Obviously, the investigators had had recourse to that well-known legal resource, American action films. Those attending could have been waiting for Steven Seagal or Bruce Willis to walk in.
When Senior Counsel leads, and former Ministers are accused, the level of testosterone in the room will always be elevated. One of the lawyers in the ICAC, Mr Peter Braham, SC, scored a coup de média one morning, outside the ICAC hearings supposedly investigating me, by asking Mr John Maitland about a telephone conversation. Mr Maitland denied some elements of the alleged conversation ... unaware that ICAC investigators had tapped his (Mr Maitland’s) telephone and knew that Mr Maitland’s response was in contradistinction to some of the content of a particular phone call.
Whether the contents of the phone call were true or not, Braham, SC did not appear to test.
He did, however, denounce Mr Maitland as a liar.
Only minutes later, Mr Maitland repeated the apparent error by once again responding in a manner that appeared to contradict the content of a phone call, content which nobody knows even yet.
Braham, SC, repeated the assertion that Mr Maitland was a liar.
Two points – at least – are significant:
One: Mr Braham did not warn Mr Maitland that his phone calls were tapped. Certainly, the ICAC had the power to tap Mr Maitland’s phone; but Braham, SC, did not tell Mr Maitland what he (Braham) knew about the intercepts. Braham had to apply to the Commonwealth Government for permission to tap the phone, under s.51 (v) of the Constitution (Postal, telegraphic, telephonic, and other like services) I assume that Mr Braham kept a record of the “tapped” conversation and, I further assume, had such contents transcribed.

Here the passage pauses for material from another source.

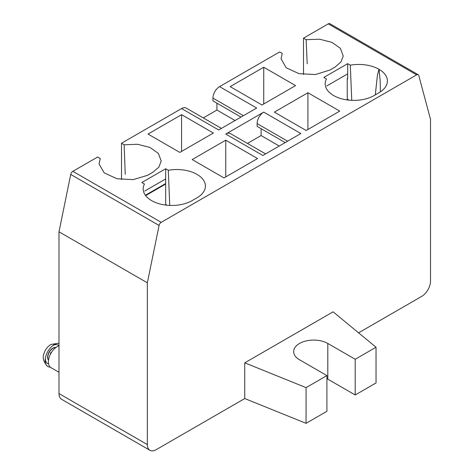 <?xml version="1.0" encoding="UTF-8"?>
<svg xmlns="http://www.w3.org/2000/svg" width="474" height="474" viewBox="0 0 474 474"><rect width="100%" height="100%" fill="white"/><g stroke="black" fill="none" stroke-linecap="round" stroke-linejoin="round"><path stroke-width="0.71" d="M347.679 78.459L347.241 78.714L347.241 99.119A12.496 7.217 -60 0 1 347.211 99.919M326.734 85.96L347.679 73.867L347.679 78.968L347.241 78.714M351.749 100.328L350.304 65.181L347.679 63.67L347.679 73.867M347.679 63.67L323.825 77.44L326.45 78.957A28.677 16.554 0 0 0 325.2 84.313A28.677 16.554 0 0 0 343.289 99.208A28.677 16.554 0 0 0 374.14 95.523L379.004 92.72A28.677 16.554 0 0 0 387.388 81.51A28.677 16.554 0 0 0 379.04 69.328L379.004 69.305A28.677 16.554 0 0 0 378.963 69.281A28.677 16.554 0 0 0 350.304 65.181M378.963 69.281L377.434 75.153L375.301 94.853M380.385 91.861L380.178 80.758L379.04 69.328M165.675 168.744L168.3 170.261A28.677 16.554 0 0 1 205.384 186.59A28.677 16.554 0 0 1 197 197.794L192.142 200.603A28.677 16.554 0 0 1 161.284 204.288A28.677 16.554 0 0 1 143.195 189.393A28.677 16.554 0 0 1 144.446 184.036L141.821 182.52L165.675 168.744L165.675 178.947L144.736 191.04M257.56 158.547L223.989 177.928L192.183 159.566L225.754 140.18L257.56 158.547M213.389 133.04L179.812 152.421L148.007 134.059L181.578 114.678L213.389 133.04M307.922 92.744L339.728 111.106L306.157 130.492L274.351 112.125L307.922 92.744L307.922 129.467M263.745 67.237L295.551 85.604L261.98 104.985L230.174 86.623L263.745 67.237L263.745 103.966M358.575 332.831L421.676 296.398A12.496 7.217 120 0 0 430.511 281.094L430.511 119.324L418.773 75.52A3.122 1.801 120 0 0 418.198 74.708L329.851 23.7A3.122 1.801 120 0 0 328.286 23.854L303.502 38.163L306.127 39.68L319.612 39.218L331.966 42.364L340.462 48.425L343.212 56.056L340.948 61.958L335.183 67.006L329.969 70.022L315.453 74.531L299.064 73.683L286.172 67.776L281.041 58.74L282.273 53.449L279.648 51.939L219.569 86.623A9.373 5.41 -60 0 0 212.945 98.1L212.945 100.879L241.017 117.084M219.569 86.623L256.677 108.048L218.686 129.977L181.578 108.558A9.373 5.41 -60 0 1 186.264 108.09L221.435 128.395M418.198 74.708A3.122 1.801 120 0 0 416.64 74.862L161.213 222.33L72.866 171.321L97.644 157.013L100.275 158.529L99.042 163.945L104.185 172.868L116.924 178.734L133.129 179.646L147.604 175.303L152.824 172.293L158.885 167.115L161.207 161.024L158.399 153.422L149.879 147.408L137.561 144.286L124.129 144.76L121.504 143.243L181.578 108.558M263.745 112.125L300.854 133.55L262.863 155.484L225.754 134.059L263.745 112.125A9.373 5.41 -60 0 0 257.121 123.601L257.121 126.38L285.194 142.591M165.663 205.058A12.496 7.217 120 0 0 165.675 204.454L165.675 184.048L145.648 195.614M165.675 183.539L145.382 195.252M165.675 184.048L165.675 178.947M225.754 176.909L225.754 140.18M225.754 134.059A9.373 5.41 -60 0 1 230.441 133.597L265.606 153.902M247.464 143.421L261.097 135.552L261.097 128.679M279.239 146.028L261.097 135.552M169.745 205.408L168.3 170.261M124.129 144.76L125.237 174.26M306.133 39.68L307.199 63.753M181.578 151.402L181.578 114.678M72.866 171.321A3.122 1.801 120 0 0 70.727 174.444L58.995 231.798L147.343 282.806L147.343 444.582A12.496 7.217 120 0 0 149.932 450.3A12.496 7.217 120 0 0 156.177 449.684L244.75 398.545L306.068 423.335L326.918 411.296L326.918 375.592L299.527 359.778A19.991 11.542 180 0 1 293.673 351.613A19.991 11.542 180 0 1 306.014 340.954A19.991 11.542 180 0 1 327.801 343.454L355.192 359.268L376.036 347.229L333.104 311.827L244.75 362.835L306.068 387.625L306.068 423.335M161.213 222.33A3.122 1.801 120 0 0 159.08 225.452L147.343 282.806M147.343 444.582L58.995 393.574L58.995 231.798M58.995 393.574A12.496 7.217 120 0 0 61.579 399.292L149.932 450.3M326.918 378.679A19.991 11.542 180 0 1 327.801 379.159L355.192 394.972L376.036 382.939L376.036 347.229M244.75 362.835L244.75 398.545M306.068 387.625L326.918 375.592M355.192 359.268L355.192 394.972M303.502 38.163L303.502 74.465M235.068 120.526L216.92 110.045L216.92 103.172M203.287 117.919L216.92 110.045M121.504 143.243L121.504 179.545M58.995 372.28L50.979 367.652A12.496 7.217 -60 0 1 49.065 357.639A12.496 7.217 -60 0 1 57.224 346.63A12.496 7.217 -60 0 1 58.995 345.819A10.588 6.115 120 0 0 52.81 345.641A10.588 6.115 120 0 0 52.507 345.819M58.995 343.277A13.071 7.548 120 0 0 54.38 344.521A13.071 7.548 120 0 0 45.99 355.565A13.071 7.548 120 0 0 47.347 366.171A13.071 7.548 120 0 0 50.25 367.119M55.962 347.466A7.495 4.331 120 0 0 50.463 350.197A7.495 4.331 120 0 0 47.596 357.289A7.495 4.331 120 0 0 48.508 360.199M55.891 347.519A7.495 4.331 120 0 0 50.511 350.458A7.495 4.331 120 0 0 47.773 357.39A7.495 4.331 120 0 0 48.526 360.098M348.994 100.133L347.241 99.119M416.64 74.862L328.286 23.854M166.99 205.212L165.675 204.454M287.599 141.199L257.121 123.601M159.08 225.452L70.727 174.444M327.801 343.454L327.801 379.159M243.423 115.697L212.945 98.1M45.332 358.255A10.588 6.115 120 0 0 48.567 363.854M47.347 366.171C43.407 361.656 42.269 357.491 43.934 353.681C45.113 349.711 47.453 346.636 50.955 344.444L58.995 343.158M50.481 354.137L50.505 352.893L51.518 352.336"/></g></svg>

Could the ICAC not reveal the content of the tapped conversation? There seems remarkably little point to applying to the Commonwealth for permission to not listen to the conversation; nor to tell any party in the ICAC whether the contents of the phone conversation were true...if such a conversation exists at all.
There is, of course, nothing in s.51 (v) that prevents Mr Braham from releasing the contents – if there are any. (I assume that he has not destroyed the output of his eavesdropping. Mr Braham may be a good counsel but he is a spy, and no gentleman.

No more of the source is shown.